Metabolic dysfunction–associated steatotic liver disease (MASLD) has emerged as the most common chronic liver disorder worldwide, closely linked to the global rise in obesity, type 2 diabetes mellitus, and cardiometabolic disease. Affecting nearly one-third of the adult population, MASLD represents a broad disease spectrum ranging from simple steatosis to metabolic dysfunction–associated steatohepatitis (MASH), progressive fibrosis, cirrhosis, and hepatocellular carcinoma. Beyond liver-related morbidity, MASLD significantly increases the risk of cardiovascular disease, chronic kidney disease, and extrahepatic malignancies, placing a substantial burden on healthcare systems globally. The pathogenesis of MASLD is complex and multifactorial, involving insulin resistance, dysregulated lipid metabolism, mitochondrial dysfunction, oxidative stress, chronic inflammation, fibrosis, gut microbiota alterations, and genetic susceptibility. For many years, therapeutic management relied largely on lifestyle modification and control of metabolic comorbidities, approaches that are difficult to sustain and often insufficient to halt disease progression. The recent approval of resmetirom, a selective thyroid hormone receptor-? agonist, in 2024 marked a critical breakthrough and renewed momentum in MASLD drug development. In parallel, a robust pipeline of emerging pharmacotherapies is rapidly reshaping the treatment landscape. These agents target key pathogenic pathways and include THR-? agonists, incretin-based therapies such as GLP-1, GIP, and dual or triple receptor agonists, peroxisome proliferator-activated receptor agonists, sodium–glucose cotransporter inhibitors, fibroblast growth factor analogs, farnesoid X receptor agonists, AMPK activators, and acetyl-CoA carboxylase inhibitors. This comprehensive review synthesizes current evidence from preclinical and clinical studies on emerging pharmacotherapies for MASLD, highlighting their mechanisms of action, therapeutic efficacy, and safety profiles. It also discusses ongoing challenges, including variable antifibrotic responses and disease heterogeneity, underscoring the need for personalized and combination treatment strategies.
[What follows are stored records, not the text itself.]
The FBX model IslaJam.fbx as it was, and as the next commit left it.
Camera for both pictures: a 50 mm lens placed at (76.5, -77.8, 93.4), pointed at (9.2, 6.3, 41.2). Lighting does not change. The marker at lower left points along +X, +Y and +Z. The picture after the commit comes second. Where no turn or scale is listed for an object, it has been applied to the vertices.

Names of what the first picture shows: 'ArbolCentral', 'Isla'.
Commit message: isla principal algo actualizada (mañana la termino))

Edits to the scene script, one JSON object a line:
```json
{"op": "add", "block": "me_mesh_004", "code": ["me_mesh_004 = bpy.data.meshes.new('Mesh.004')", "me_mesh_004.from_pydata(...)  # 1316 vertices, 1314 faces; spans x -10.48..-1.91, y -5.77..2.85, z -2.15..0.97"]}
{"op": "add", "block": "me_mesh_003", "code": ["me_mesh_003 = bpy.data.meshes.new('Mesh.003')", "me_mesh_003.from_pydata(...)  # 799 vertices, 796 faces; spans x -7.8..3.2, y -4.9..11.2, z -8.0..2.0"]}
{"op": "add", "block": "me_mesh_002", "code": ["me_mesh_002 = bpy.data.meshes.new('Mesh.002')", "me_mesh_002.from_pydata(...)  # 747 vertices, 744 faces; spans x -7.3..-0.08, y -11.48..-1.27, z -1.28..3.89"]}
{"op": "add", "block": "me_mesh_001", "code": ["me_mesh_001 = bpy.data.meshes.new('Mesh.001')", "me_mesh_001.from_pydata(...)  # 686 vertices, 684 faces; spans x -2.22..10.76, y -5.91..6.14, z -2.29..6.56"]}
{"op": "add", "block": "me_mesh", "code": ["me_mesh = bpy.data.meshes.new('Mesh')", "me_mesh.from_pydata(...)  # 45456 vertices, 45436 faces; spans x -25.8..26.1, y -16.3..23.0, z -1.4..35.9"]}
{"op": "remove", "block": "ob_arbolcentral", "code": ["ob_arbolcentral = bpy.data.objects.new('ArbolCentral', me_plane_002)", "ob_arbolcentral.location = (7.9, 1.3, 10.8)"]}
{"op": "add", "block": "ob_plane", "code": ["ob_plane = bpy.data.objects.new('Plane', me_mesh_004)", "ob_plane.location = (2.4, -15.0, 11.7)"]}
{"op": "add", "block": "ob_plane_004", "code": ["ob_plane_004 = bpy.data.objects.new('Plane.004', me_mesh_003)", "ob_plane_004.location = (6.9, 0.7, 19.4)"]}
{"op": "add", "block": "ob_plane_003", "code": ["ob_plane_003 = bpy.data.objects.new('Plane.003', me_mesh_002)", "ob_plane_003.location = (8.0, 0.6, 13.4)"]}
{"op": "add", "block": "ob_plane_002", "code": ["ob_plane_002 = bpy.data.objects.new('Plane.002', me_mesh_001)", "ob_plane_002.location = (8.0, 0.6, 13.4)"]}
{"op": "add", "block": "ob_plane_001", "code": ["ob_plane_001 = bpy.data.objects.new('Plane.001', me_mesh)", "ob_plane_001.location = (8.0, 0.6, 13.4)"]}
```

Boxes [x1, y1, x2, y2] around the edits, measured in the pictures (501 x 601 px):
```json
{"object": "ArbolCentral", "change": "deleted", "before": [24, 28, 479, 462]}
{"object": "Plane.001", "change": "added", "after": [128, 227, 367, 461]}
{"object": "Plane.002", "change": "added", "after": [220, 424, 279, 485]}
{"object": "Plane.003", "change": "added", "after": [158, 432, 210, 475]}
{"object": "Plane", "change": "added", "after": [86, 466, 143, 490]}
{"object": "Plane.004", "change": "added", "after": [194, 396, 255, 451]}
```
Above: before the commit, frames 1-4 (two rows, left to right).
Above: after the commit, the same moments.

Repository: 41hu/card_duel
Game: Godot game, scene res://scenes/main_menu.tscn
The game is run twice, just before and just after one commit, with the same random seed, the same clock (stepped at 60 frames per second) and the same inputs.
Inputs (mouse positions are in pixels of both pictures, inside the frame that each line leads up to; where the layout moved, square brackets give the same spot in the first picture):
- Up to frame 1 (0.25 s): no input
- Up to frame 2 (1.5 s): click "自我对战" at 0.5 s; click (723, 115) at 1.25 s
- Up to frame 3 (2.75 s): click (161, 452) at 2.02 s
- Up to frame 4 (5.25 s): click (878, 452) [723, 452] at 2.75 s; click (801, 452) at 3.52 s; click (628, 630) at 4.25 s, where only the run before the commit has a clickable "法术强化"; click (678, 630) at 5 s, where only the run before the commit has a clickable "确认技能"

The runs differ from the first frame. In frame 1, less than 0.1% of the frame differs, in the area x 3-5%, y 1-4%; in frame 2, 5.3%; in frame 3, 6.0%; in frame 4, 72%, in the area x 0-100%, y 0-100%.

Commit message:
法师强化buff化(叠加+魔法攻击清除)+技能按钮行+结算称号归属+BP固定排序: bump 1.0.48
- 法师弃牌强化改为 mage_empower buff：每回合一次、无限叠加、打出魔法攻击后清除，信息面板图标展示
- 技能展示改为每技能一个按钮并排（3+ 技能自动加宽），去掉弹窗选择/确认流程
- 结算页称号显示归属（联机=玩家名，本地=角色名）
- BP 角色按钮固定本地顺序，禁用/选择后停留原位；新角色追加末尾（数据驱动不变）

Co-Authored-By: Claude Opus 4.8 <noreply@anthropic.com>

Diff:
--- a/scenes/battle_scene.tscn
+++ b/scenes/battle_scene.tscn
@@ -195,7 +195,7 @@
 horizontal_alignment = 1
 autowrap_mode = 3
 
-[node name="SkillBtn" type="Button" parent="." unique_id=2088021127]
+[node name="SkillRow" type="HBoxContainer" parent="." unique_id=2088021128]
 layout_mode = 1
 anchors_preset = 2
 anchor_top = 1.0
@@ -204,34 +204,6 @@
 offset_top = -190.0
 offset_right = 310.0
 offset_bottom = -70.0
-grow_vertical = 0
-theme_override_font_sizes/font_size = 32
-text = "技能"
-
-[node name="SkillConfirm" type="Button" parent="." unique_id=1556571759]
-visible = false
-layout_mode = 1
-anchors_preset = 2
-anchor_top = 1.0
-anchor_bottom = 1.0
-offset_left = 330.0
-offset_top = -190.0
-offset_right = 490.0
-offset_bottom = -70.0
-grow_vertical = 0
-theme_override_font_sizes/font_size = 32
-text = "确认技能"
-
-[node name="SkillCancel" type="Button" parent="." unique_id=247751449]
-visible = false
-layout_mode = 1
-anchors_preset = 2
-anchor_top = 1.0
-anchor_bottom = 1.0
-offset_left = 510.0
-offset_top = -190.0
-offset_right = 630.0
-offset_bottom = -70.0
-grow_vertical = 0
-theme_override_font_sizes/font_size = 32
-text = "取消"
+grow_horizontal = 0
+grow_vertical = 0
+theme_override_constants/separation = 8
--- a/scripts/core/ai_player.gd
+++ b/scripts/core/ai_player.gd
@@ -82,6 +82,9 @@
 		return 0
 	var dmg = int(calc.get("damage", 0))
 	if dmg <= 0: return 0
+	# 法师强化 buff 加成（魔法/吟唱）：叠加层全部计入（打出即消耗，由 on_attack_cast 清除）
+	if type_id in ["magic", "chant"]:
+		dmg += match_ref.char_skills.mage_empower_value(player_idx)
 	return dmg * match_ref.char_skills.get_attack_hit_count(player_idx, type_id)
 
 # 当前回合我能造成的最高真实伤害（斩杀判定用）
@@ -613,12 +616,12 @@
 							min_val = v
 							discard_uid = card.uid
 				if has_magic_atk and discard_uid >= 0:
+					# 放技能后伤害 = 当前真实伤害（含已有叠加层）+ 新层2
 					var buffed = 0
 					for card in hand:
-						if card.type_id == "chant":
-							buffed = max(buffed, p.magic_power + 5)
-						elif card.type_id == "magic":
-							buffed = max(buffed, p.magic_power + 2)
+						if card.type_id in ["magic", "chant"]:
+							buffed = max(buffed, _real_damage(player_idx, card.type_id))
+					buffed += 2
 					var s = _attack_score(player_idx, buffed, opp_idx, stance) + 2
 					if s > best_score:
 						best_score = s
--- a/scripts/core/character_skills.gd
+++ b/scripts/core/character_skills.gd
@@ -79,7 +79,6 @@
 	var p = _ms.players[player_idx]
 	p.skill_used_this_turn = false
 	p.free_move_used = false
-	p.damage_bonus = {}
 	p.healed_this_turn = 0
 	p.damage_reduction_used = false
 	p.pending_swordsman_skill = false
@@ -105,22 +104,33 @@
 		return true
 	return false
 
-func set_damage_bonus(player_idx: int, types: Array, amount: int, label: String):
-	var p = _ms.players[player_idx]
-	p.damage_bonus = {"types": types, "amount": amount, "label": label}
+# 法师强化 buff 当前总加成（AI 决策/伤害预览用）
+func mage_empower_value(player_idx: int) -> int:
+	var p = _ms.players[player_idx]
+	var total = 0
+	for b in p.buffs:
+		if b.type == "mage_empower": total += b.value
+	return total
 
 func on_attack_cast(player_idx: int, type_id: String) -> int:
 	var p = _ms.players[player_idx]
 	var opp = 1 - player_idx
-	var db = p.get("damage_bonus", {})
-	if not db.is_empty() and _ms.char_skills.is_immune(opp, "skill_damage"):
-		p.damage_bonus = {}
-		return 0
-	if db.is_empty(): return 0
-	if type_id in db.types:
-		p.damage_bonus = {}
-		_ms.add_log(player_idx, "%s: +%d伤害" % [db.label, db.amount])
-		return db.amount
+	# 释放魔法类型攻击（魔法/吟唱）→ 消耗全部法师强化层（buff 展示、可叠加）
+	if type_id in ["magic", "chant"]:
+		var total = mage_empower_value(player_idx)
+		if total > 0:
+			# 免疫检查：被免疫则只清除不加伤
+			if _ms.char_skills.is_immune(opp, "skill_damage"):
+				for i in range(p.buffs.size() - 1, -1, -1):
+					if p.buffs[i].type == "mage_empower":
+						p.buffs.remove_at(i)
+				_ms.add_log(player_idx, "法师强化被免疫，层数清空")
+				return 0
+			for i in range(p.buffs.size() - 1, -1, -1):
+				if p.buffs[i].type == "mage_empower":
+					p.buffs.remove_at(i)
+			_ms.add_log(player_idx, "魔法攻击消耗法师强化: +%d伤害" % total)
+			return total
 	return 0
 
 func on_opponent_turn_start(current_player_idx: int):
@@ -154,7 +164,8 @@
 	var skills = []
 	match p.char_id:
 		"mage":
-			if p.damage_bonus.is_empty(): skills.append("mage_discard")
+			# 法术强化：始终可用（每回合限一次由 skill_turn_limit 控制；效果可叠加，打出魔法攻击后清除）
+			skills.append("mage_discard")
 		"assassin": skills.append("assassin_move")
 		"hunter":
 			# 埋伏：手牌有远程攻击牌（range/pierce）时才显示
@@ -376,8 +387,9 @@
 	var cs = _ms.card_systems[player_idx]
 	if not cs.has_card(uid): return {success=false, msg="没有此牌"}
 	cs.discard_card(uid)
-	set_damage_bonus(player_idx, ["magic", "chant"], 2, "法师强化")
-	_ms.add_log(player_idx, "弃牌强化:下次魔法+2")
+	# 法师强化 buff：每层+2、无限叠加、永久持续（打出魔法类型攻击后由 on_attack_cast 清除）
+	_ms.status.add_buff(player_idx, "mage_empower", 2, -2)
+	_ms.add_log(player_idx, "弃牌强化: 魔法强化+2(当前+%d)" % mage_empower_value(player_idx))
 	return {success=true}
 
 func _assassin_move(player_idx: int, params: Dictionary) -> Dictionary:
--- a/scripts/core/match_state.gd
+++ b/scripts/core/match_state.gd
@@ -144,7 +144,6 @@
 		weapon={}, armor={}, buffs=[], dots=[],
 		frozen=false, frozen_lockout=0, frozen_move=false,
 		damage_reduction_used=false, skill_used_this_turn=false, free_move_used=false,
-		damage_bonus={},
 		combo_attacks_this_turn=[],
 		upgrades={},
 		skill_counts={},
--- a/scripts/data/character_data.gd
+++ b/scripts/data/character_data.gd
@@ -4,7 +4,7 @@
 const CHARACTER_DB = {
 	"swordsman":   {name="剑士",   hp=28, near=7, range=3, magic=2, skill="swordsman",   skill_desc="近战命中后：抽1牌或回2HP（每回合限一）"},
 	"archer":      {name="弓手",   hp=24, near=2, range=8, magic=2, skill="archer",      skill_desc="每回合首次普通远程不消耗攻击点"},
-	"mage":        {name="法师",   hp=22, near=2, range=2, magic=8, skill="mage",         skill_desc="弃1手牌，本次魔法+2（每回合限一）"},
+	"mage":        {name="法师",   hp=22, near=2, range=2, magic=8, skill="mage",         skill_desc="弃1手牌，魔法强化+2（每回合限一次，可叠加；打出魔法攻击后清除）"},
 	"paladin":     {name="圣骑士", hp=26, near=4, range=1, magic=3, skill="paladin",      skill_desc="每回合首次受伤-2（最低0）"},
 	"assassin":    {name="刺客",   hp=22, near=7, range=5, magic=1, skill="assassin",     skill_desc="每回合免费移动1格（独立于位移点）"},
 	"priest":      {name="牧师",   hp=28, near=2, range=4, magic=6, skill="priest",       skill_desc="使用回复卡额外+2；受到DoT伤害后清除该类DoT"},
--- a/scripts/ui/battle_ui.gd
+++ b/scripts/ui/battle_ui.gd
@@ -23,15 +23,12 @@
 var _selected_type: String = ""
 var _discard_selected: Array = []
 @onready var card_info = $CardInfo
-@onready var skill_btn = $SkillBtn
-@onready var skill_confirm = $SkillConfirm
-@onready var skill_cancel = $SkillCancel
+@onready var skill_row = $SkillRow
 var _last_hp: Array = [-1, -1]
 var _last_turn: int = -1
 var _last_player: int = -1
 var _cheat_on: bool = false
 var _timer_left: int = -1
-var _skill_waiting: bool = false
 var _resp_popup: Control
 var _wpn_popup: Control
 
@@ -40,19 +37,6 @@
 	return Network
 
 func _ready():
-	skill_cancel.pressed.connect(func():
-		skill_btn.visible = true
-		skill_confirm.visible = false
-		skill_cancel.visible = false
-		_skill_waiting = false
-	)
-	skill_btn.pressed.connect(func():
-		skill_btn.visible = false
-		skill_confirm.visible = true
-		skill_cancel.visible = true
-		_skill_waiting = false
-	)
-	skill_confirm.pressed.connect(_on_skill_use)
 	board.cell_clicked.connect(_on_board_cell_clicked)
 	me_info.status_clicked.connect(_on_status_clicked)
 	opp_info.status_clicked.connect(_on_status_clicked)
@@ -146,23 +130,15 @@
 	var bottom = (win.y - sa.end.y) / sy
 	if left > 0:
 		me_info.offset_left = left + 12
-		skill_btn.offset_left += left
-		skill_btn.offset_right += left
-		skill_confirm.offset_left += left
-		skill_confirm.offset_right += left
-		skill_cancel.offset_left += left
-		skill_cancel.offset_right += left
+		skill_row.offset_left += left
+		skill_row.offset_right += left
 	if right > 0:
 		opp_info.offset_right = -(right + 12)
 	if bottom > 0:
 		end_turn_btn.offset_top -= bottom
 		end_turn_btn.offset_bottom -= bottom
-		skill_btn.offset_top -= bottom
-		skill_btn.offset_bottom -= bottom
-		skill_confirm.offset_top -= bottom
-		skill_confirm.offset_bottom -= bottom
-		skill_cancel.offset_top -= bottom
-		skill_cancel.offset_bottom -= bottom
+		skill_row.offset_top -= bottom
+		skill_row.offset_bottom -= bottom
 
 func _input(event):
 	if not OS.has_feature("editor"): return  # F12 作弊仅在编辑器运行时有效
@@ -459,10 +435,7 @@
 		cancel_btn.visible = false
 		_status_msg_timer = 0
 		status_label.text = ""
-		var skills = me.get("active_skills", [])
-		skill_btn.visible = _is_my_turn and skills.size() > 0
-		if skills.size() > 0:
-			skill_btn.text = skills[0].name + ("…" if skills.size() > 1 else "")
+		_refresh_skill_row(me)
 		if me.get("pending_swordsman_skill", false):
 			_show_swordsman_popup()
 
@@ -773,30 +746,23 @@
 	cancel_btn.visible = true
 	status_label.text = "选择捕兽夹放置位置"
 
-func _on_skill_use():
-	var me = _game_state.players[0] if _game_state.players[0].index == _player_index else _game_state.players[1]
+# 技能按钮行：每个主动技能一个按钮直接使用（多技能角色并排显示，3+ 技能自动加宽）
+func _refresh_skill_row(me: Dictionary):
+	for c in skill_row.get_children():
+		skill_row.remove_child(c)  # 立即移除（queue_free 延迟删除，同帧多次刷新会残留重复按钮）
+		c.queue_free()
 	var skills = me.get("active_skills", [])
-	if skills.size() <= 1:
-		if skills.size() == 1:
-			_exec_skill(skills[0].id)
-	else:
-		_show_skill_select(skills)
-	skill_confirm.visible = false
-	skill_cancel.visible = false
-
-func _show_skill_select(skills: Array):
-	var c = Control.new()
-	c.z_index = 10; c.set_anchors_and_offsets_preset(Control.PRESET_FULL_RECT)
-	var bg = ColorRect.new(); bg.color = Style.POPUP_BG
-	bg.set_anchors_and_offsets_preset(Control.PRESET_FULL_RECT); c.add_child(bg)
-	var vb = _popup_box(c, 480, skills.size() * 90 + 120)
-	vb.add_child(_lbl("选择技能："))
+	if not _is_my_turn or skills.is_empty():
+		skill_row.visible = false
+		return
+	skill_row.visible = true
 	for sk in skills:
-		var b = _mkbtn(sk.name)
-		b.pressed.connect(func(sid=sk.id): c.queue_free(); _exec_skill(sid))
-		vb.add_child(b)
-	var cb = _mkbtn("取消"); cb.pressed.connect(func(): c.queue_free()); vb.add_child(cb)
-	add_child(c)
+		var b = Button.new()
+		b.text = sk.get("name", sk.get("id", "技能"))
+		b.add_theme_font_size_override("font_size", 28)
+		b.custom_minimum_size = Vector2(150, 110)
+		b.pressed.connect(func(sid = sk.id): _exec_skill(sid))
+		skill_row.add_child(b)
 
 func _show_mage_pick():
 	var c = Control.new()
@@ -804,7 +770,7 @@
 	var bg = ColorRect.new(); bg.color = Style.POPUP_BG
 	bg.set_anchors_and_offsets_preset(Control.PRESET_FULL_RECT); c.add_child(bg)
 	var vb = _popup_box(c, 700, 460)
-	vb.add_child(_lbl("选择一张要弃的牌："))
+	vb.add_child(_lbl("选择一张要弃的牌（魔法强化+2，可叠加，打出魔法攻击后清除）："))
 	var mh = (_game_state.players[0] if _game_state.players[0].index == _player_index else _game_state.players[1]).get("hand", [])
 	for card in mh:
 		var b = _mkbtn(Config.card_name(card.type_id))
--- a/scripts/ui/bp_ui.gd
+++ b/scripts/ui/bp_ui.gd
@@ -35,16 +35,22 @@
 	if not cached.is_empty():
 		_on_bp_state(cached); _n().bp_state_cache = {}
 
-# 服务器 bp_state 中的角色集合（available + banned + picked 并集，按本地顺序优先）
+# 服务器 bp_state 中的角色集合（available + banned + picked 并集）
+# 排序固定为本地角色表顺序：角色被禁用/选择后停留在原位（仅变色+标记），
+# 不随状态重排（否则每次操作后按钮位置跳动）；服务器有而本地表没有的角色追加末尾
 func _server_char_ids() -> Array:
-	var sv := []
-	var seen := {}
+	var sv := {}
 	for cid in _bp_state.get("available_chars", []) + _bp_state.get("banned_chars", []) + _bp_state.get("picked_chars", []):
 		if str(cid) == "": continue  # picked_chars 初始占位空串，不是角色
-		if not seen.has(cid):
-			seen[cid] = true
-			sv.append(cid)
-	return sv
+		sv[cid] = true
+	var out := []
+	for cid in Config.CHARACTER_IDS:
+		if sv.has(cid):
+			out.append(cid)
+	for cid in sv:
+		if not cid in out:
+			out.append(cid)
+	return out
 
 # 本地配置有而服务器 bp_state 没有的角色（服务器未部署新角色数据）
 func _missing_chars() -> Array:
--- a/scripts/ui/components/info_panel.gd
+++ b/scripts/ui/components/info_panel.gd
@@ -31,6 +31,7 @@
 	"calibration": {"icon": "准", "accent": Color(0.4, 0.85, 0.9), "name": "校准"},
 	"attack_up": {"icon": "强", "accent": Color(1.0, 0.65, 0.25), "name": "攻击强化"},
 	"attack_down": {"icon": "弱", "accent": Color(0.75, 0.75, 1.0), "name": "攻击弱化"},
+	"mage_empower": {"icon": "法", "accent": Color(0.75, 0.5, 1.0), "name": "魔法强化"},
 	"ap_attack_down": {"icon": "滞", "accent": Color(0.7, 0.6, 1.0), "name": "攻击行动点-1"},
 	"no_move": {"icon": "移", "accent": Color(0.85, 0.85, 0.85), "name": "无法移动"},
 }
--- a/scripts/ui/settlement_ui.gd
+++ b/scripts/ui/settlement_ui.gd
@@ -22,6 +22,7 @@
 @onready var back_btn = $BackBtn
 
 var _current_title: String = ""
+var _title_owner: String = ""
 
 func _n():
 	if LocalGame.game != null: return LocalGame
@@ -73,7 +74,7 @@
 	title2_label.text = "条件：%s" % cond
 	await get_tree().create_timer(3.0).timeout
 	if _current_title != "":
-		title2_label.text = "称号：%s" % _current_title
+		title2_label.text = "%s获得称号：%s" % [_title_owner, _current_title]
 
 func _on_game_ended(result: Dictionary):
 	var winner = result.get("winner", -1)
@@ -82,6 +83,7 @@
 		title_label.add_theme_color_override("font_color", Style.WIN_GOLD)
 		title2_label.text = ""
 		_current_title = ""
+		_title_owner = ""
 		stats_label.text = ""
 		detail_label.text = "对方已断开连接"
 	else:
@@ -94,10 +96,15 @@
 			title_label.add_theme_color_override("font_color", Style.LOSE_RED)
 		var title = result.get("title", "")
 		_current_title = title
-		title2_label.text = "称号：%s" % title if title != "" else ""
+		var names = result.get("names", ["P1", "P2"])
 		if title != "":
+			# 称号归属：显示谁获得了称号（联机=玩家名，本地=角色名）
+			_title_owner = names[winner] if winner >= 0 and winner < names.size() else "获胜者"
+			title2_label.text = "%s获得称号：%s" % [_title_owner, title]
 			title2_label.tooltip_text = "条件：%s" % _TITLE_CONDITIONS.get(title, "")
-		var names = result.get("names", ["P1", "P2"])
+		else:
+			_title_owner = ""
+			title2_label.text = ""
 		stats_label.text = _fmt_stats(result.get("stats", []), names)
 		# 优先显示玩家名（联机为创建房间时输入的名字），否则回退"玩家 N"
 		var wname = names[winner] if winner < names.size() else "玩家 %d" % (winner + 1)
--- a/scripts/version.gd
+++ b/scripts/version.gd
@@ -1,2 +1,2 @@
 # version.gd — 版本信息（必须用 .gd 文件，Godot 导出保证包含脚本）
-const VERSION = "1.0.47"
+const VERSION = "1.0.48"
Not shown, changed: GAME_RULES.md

Collectively, these advances signal a promising shift toward disease-modifying therapies that may significantly improve long-term outcomes in MASLD.

Keywords

MASLD; MASH; Pharmacological therapy; Liver fibrosis

Introduction

Metabolic dysfunction-associated steatotic liver disease (MASLD), previously referred to as non-alcoholic fatty liver disease (NAFLD), and has an estimated global prevalence of 30%[1,2]. MASLD is defined by the presence of ≥5% hepatic steatosis with at least one metabolic risk factor (overweight, hyperglycemia, hypertension, hyperlipidemia) in the absence of other causes of steatosis, such as medications, alcohol use, viral hepatitis, or other illnesses [3].MASLD has emerged as the most prevalent chronic liver disease worldwide, affecting ~25%–30% of the adult population, with higher prevalence observed in individuals with obesity and type 2 diabetes [4]. The global epidemic of MASLD is increasing worldwide. People with MASLD can progress to cirrhosis and hepatocellular carcinoma and are at increased risk of developing type 2 diabetes, cardiovascular disease, chronic kidney disease, and extrahepatic cancer and it poses a substantial burden on both patient health and worldwide healthcare systems [5]. The mortality rate of NASH is predicted to double by 2030. MASH is a progressive form of MASLD, and approximately 20% of patients with MASLD progress to MASH [6].Until recently, given the lack of approved therapies, therapeutic strategies have primarily focused on lifestyle modifications and optimization of comorbidities. While lifestyle interventions can be effective, they are challenging to maintain, which limits their overall impact [7]. Therefore, as fibrosis improvement is crucial to bend the arc of disease progression, and sustained weight loss through lifestyle intervention is achieved by only a minority, pharmacological therapies are needed to meaningfully impact liver-related outcomes. After decades of research, the Food and Drug Administration (FDA) approved the first treatment for MASH in March 2024, resmetirom, a thyroid hormone receptor-β (THR-β) agonist [8]. Several drug candidates are currently in the pipeline to enrich the armamentarium of treatment for MASH. This comprehensive review highlights unmet clinical needs in MASLD and discussing the expanding pharmacotherapy landscape.

PATHOPHYSIOLOGY of MASLD

Metabolic dysfunction–associated steatotic liver disease (MASLD) develops through tightly interconnected disturbances in hepatic lipid handling, metabolic signaling, inflammation, and fibrosis, rather than a single linear pathway. The key processes include dysregulated lipid influx and synthesis, lipotoxic cell stress, immune activation, and progressive scarring driven by hepatocyte–stellate–immune–endothelial crosstalk and gut–liver interactions [9].Risk factors for MASLD include obesity, insulin resistance, hypertension, and hypertriglyceridemia [10]. Environmental factors, such as diet and physical inactivity, primarily increase the risk of hepatic steatosis. Excessive caloric intake beyond metabolic demand results in adipose tissue fat overload, promoting inflammation and insulin resistance in adipose tissue [11]. MASLD develops through a coordinated process initially described as the two-hit hypothesis [12]. The first hit involves hepatic steatosis driven by enhanced de novo lipogenesis (DNL), which worsens insulin resistance [12,13]. Insulin resistance disrupts adipose tissue lipolysis, increasing the delivery of free fatty acids to the liver [14].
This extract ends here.